McLaren’s domination down to steering wheel?

Mark Hughes, who does a terrific job for the Telegraph, has broken a story that just might be the answer to my question in the forum…What has McLaren done in the last three weeks to give them such a dominant form that saw them 1.5 seconds a lap quicker than Ferrari?I noted that Lewis’s acceleration seemed flawless with little to no wheel spin and his start in the wet in Britain was like he had Traction Control. It seems Mr. Hughes might have the answer I was looking for over at this story here:

McLaren’s four-paddle steering wheel for traction:

McLaren’s steering wheel features four paddle levers rather than the usual two. The upper two are conventional gear-change paddles, one for upshifting, one for down. The lower two allow different engine torque settings to be chosen.

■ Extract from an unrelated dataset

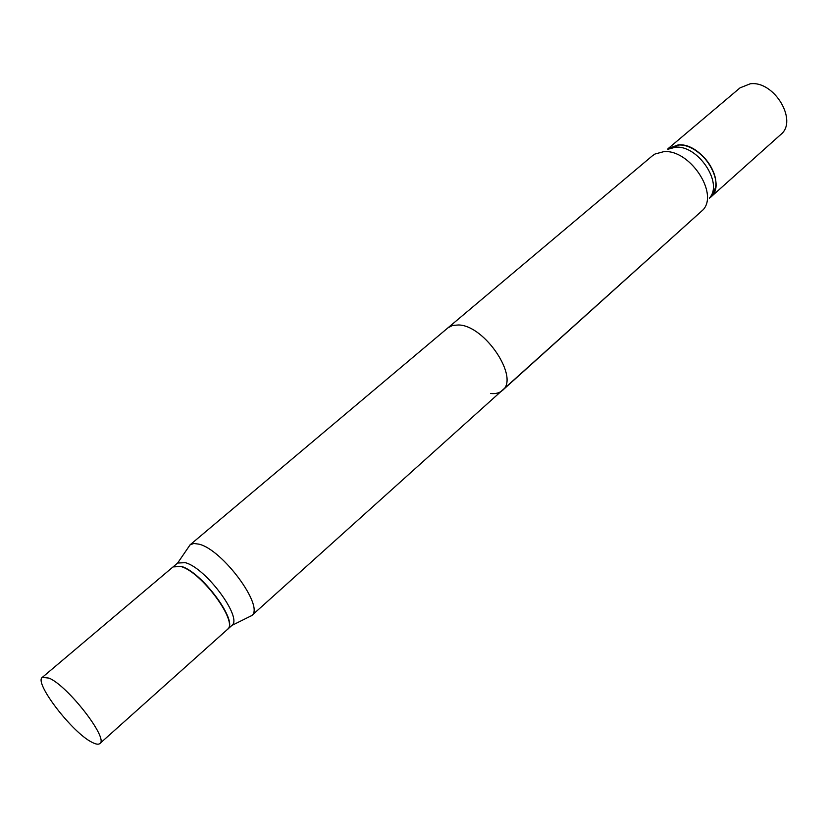 <?xml version="1.0" encoding="UTF-8"?>
<svg xmlns="http://www.w3.org/2000/svg" width="828" height="828" viewBox="0 0 828 828"><rect width="100%" height="100%" fill="white"/><g stroke="black" fill="none" stroke-linecap="round" stroke-linejoin="round"><path stroke-width="1.24" d="M49.09 678.122C68.103 686.07 108.934 738.886 99.857 743.534C98.47 744.693 95.913 744.31 92.177 742.374C72.605 733.09 33.648 682.52 42.321 677.356L49.09 678.122M42.321 677.356L173.031 566.921L180.783 566.497C201.421 571.713 238.806 622.501 227.4 629.456L99.857 743.534M188.266 547.525L190.026 544.876L652.35 155.84L655.01 154.018L663.714 151.679C689.124 148.968 718.632 192.417 703.324 209.587L502.399 390.454C519.86 378.023 484.825 325.249 458.526 324.969L452.595 325.445L447.958 327.836L652.35 155.84L655.01 154.018L663.714 151.679C689.124 148.968 718.632 192.417 703.324 209.587L251.598 615.69L248.721 617.067M667.772 149.288L675.41 147.229C697.631 144.828 723.154 182.481 709.782 197.613C723.154 182.481 697.631 144.828 675.41 147.229L667.772 149.288M667.958 148.75L679.25 145.003C697.052 144.341 718.756 169.305 715.62 186.838L713.436 193.617L709.379 198.358L713.436 193.617L715.62 186.838C718.756 169.305 697.052 144.341 679.25 145.003L667.958 148.75M490.466 393.445C495.454 394.045 499.429 393.041 502.399 390.454M695.282 150.22C703.013 155.209 708.82 161.884 712.68 170.237C708.82 161.884 703.013 155.209 695.282 150.22M740.046 87.851L750.23 83.804C774.211 80.368 798.378 121.064 780.68 134.591L710.476 197.385C727.719 184.375 702.03 142.292 678.142 144.91C702.03 142.292 727.719 184.375 710.476 197.385L780.68 134.591C798.378 121.064 774.211 80.368 750.23 83.804L740.046 87.851L668.092 148.636L678.142 144.91L668.092 148.636L740.046 87.851M173.145 566.828L177.647 563.019L185.286 562.678C205.81 567.77 242.914 617.978 231.902 625.419L227.503 629.363M190.026 544.876L193.824 543.468L198.968 544.172C222.639 549.523 264.774 606.914 251.722 615.577L251.598 615.69M173.249 566.735L181.011 566.3C200.997 571.351 237.688 620.12 228.145 628.69L227.617 629.259M231.902 625.419L251.722 615.577M177.647 563.019L190.15 544.762"/></g></svg>

Using two fingers at the same time allows the car always to have the most favourable engine torque setting for each gear, thus giving the driver a tool for limiting wheelspin out of slow corners without then suffering a reduction in power in the higher gears, where wheelspin is not an issue. The rules stipulate that any change in torque settings cannot be triggered by the same driver input as a gear change. Having two separate levers gets around that rule, while still allowing the change of gear and torque setting to take place simultaneously. This is part of McLaren’s current performance superiority over Ferrari.